Problem with national characters in response after upgrading to Perl 5.8
After upgrading to Perl 5.8, I've got problems with non-ASCII
characters in SOAP responses. The problem appears to be
another (the other?) occurrence of one that's already worked
around in SOAP::Transport::HTTP::send_receive, and the immediate
fix is also the same.
The problem is:
- The XML content string to be output to the transport
may arrive at the transport in UTF-8 form. In that case,
the expectation is that the bytes making up the UTF-8
encoded form of the string is to be output.
- However, the UTF-8 flag is on, and since character
semantics apply, the length of the string is computed
as the number of characters, not the number of bytes.
Consequently, the computed content-length for HTTP is
wrong (in Perl 5.6.1).
- In Perl 5.8, things are even worse: On output, with
binmode in effect, the UTF-8 encoding is decoded.
The net effect is to send the content with ISO-8859-1
The problem is worked around by re-packing the content
string ($envelope) to drop the UTF-8 flag, before
generating the HTTP request in the send_receive method:
# what to do? we calculate proper content-length (using
# bytelength() function from SOAP::Utils) and then drop utf8 mark
# from string (doing pack with 'C0A*' modifier) if length and
# bytelength are not the same
my $bytelength = SOAP::Utils::bytelength($envelope);
$envelope = pack('C0A*', $envelope)
if !$SOAP::Constants::DO_NOT_USE_LWP_LENGTH_HACK &&
length($envelope) != $bytelength;
This solves the problem with content length, and,
incidentally, also the problem with emitting the wrong
bytes, which did not surface until Perl 5.8.

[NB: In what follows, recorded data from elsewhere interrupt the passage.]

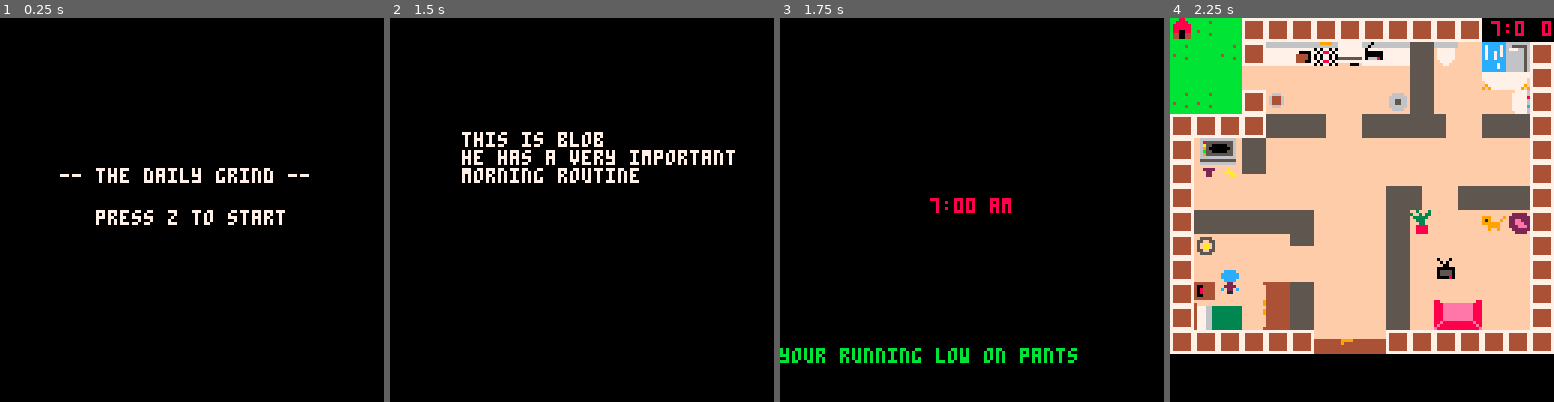
Above: before the commit, frames 1-4 (left to right).
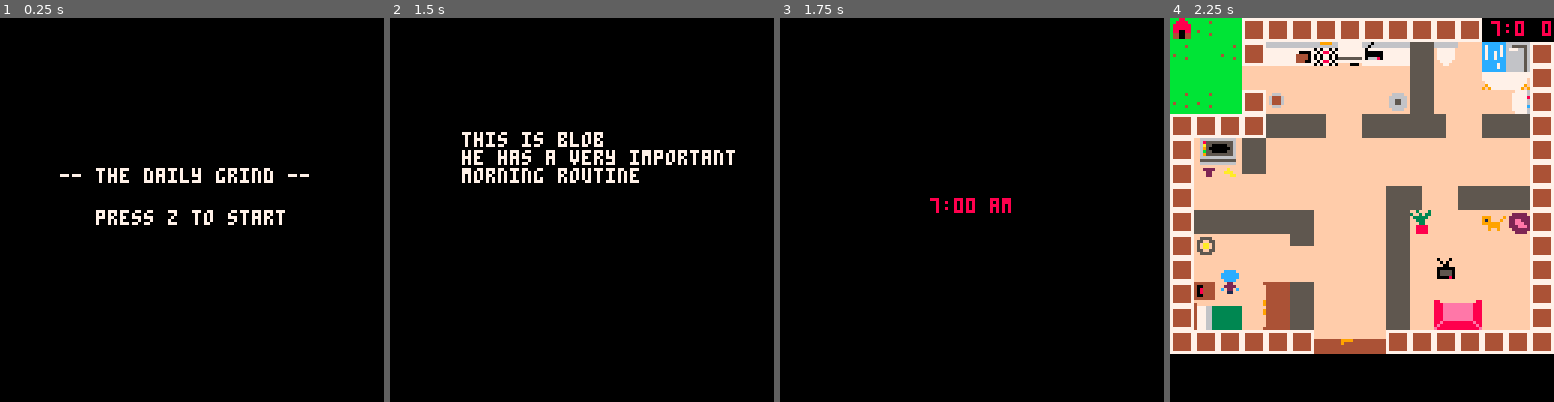
Above: after the commit, the same moments.

Repository: KTNelson/dailygrind-pico8
Game: PICO-8 cartridge dailygrind.p8
Same seed, same stepped clock (60 frames per second), same inputs: the game is played once before the commit and once after it.
Inputs:
- Up to frame 1 (0.25 s): no input
- Up to frame 2 (1.5 s): tap X (X key) at 0.33, 1.07 s; tap O (Z key) at 0.7 s
- Up to frame 3 (1.75 s): hold Right from 1.6 s (still down); tap O (Z key) at 1.7 s
- Up to frame 4 (2.25 s): tap X (X key) at 1.85 s; release Right at 2.1 s; tap O (Z key) at 2.1 s; hold Up from 2.15 s (still down)

Frames 1-2 are identical in both runs. In frame 3, 1.3% of the frame differs, in the area x 0-78%, y 85-90%; in frame 4, nothing differs.

Commit message:
Improved the alarm warnings

Diff:
--- a/dailygrind.p8
+++ b/dailygrind.p8
@@ -22,7 +22,8 @@
 dog_fed = false
 laundry_on = false
 
-optional_index = 0
+warning_index = 0
+
 
 additional_objectives_text = {}
 additional_objectives_text[1] = "you shouldn't go to work\
@@ -33,7 +34,11 @@
 additional_objectives_text[4] = "a dogs not just for christmas"
 additional_objectives_text[5] = "whats on the idiot box?"
 additional_objectives_text[6] = "that plants looking a bit brown"
-additional_objectives_text[7] = "don't get caught short"
+additional_objectives_text[7] = "whats that smell..."
+additional_objectives_text[8] = "don't get caught short"
+additional_objectives_text[9] = "your dentist won't be happy"
+additional_objectives_text[10] = "how about a little pick me up?"
+additional_objectives_text[11] = "The developer has fucked up here"
 
 
 task_complete_text = {}
@@ -82,7 +87,7 @@
 tasks = {}
 
 
-function make_task(p_name, p_type, p_id, p_index, p_task_time, p_skill_target)
+function make_task(p_name, p_type, p_id, p_index, p_task_time, p_skill_target, p_warning_day)
     t = {}
     t.name = p_name
     t.type = p_type
@@ -94,6 +99,7 @@
     t.newly_skilled = false
     t.alternate_text = ""
     t.days_since_completion = 0
+    t.warning_day = p_warning_day
     add(tasks, t)
 end
 
@@ -129,17 +135,17 @@
 end
 
 function init_tasks()
-  make_task("make your breakfast", "set time", 17, 1, 5, 2)
-  make_task("turn on/off the radio", "one shot", 33, 2, 0, 8)
-  make_task("do your laundry", "set time", 65, 3, 10, 3)
-  make_task("feed your dog", "one shot", 129, 4, 0, 9)
-  make_task("watch the lovely tv", "continuous", 49, 5, 5, 5)
-  make_task("water the hydrangea", "one shot", 81, 6, 0, 6)
-  make_task("take a shower", "set time", 145, 7, 12, 4)
-  make_task("relieve yourself", "set time", 113, 8, 4, 6)
-  make_task("brush your teeth", "continuous", 177, 9, 3, 7)
-  make_task("make a decent coffee", "set time", 241, 10, 8, 1)
-  make_task("go to work", "one shot", 193, 2, 0, 99)
+  make_task("make your breakfast", "set time", 17, 1, 5, 2, 3)
+  make_task("turn on/off the radio", "one shot", 33, 2, 0, 8, 5)
+  make_task("do your laundry", "set time", 65, 3, 10, 3, 6)
+  make_task("feed your dog", "one shot", 129, 4, 0, 9, 3)
+  make_task("watch the lovely tv", "continuous", 49, 5, 5, 5, 7)
+  make_task("water the hydrangea", "one shot", 81, 6, 0, 6, 4)
+  make_task("take a shower", "set time", 145, 7, 12, 4, 3)
+  make_task("relieve yourself", "set time", 113, 8, 4, 6, 6)
+  make_task("brush your teeth", "continuous", 177, 9, 3, 7, 2)
+  make_task("make a decent coffee", "set time", 241, 10, 8, 1, 2)
+  make_task("go to work", "one shot", 193, 2, 0, 99, 1)
 end
 
 function reset_tasks()
@@ -371,6 +377,7 @@
     task_is_counting_down = true
   end
   if current_task.name == "go to work" then
+    tasks[11].days_since_completion = 0
     gamestate = "result"
   end
 end
@@ -449,11 +456,10 @@
       gamestate = "intro1"
     end
     if gamestate == "intro2" then
-      optional_index = flr(rnd(7)) + 1
       gamestate = "alarm"
     end
     if gamestate == "result" then
-      optional_index = flr(rnd(7)) + 1
+      warning_index = 0
       gamestate = "alarm"
       sfx(0)
       for tsk in all(tasks) do
@@ -650,6 +656,25 @@
   spr(washer.spr2, sx + 8, sy)
   spr(washer.spr3, sx, sy + 8)
   spr(washer.spr4, sx + 8, sy + 8)
+end
+
+function print_warnings()
+  local i = 1
+  local late_tasks = {}
+  for tsk in all(tasks) do
+    if tsk.days_since_completion >= tsk.warning_day then
+      add(late_tasks, i)
+    end
+    i += 1
+  end
+  if #late_tasks > 0 then
+    if warning_index == 0 then
+      warning_index = flr(rnd(#late_tasks)) + 1
+    end
+    print(#late_tasks, 0, 90, 9)
+    print(additional_objectives_text[warning_index], 0, 100, 9)
+  end
+
 end
 
 function _draw()
@@ -726,7 +751,7 @@
     end
     if gamestate == "alarm" then
     	print("7:00 am", 50, 60, 8)
-        print(additional_objectives_text[optional_index], 0, 110, 11)
+        print_warnings()
     end
     if gamestate == "failure" then
       print(print(endingstrings[1], 0, 32, 7))

The problem I ran into is the same, but applies to the HTTP
server generating its response instead of the HTTP client
generating its request. The simplest fix appears to be
to add the same code to re-pack the response string in
SOAP::Transport::HTTP::Server::make_response, i.e. at the
start of make_response insert:
my $bytelength = SOAP::Utils::bytelength($response);
$response = pack('C0A*', $response)
if !$SOAP::Constants::DO_NOT_USE_LWP_LENGTH_HACK &&
length($response) != $bytelength;
The same problem might apply to other transports that I
However, I think the fixes are in the wrong place, and I'm
also not sure it is right to blame LWP. The basic problem
is that the distinction between character and byte semantics
for Perl strings introduces an ambiguity: When an UTF-8 string
occurs, does one mean the character string (forget about the
UTF-8 encoding), or does one mean the actual bytes of the
UTF-8 encoding? Most of the time, the first interpretation
is the intention, but in some cases, notably in conjunction
with IO and network protocols, one is interested in the
encoded version of the string, and that is surely the case
Perl's preference is for character semantics, except
that input/output in 5.6.1 breaks that and falls back
to byte semantics. This is perhaps the real reason
for the confusion.
In 5.8, the preference for character semantics is more
firm, and the problem case above is actually handled
in a consistent (though wrong) way: The content length
as computed is equal to the number of bytes emitted,
but the actual bytes emitted are wrong (ISO-8859-1
instead of UTF-8 encoding).
The proper fix is to make it unambiguous that the
intention is the emit the bytes of the UTF-8 encoding,
not the characters. The current fix is to drop
the UTF-8 flag from the string without changing the
bytes (the encoding). However, doing this in the
transport handler just fixes the symptom.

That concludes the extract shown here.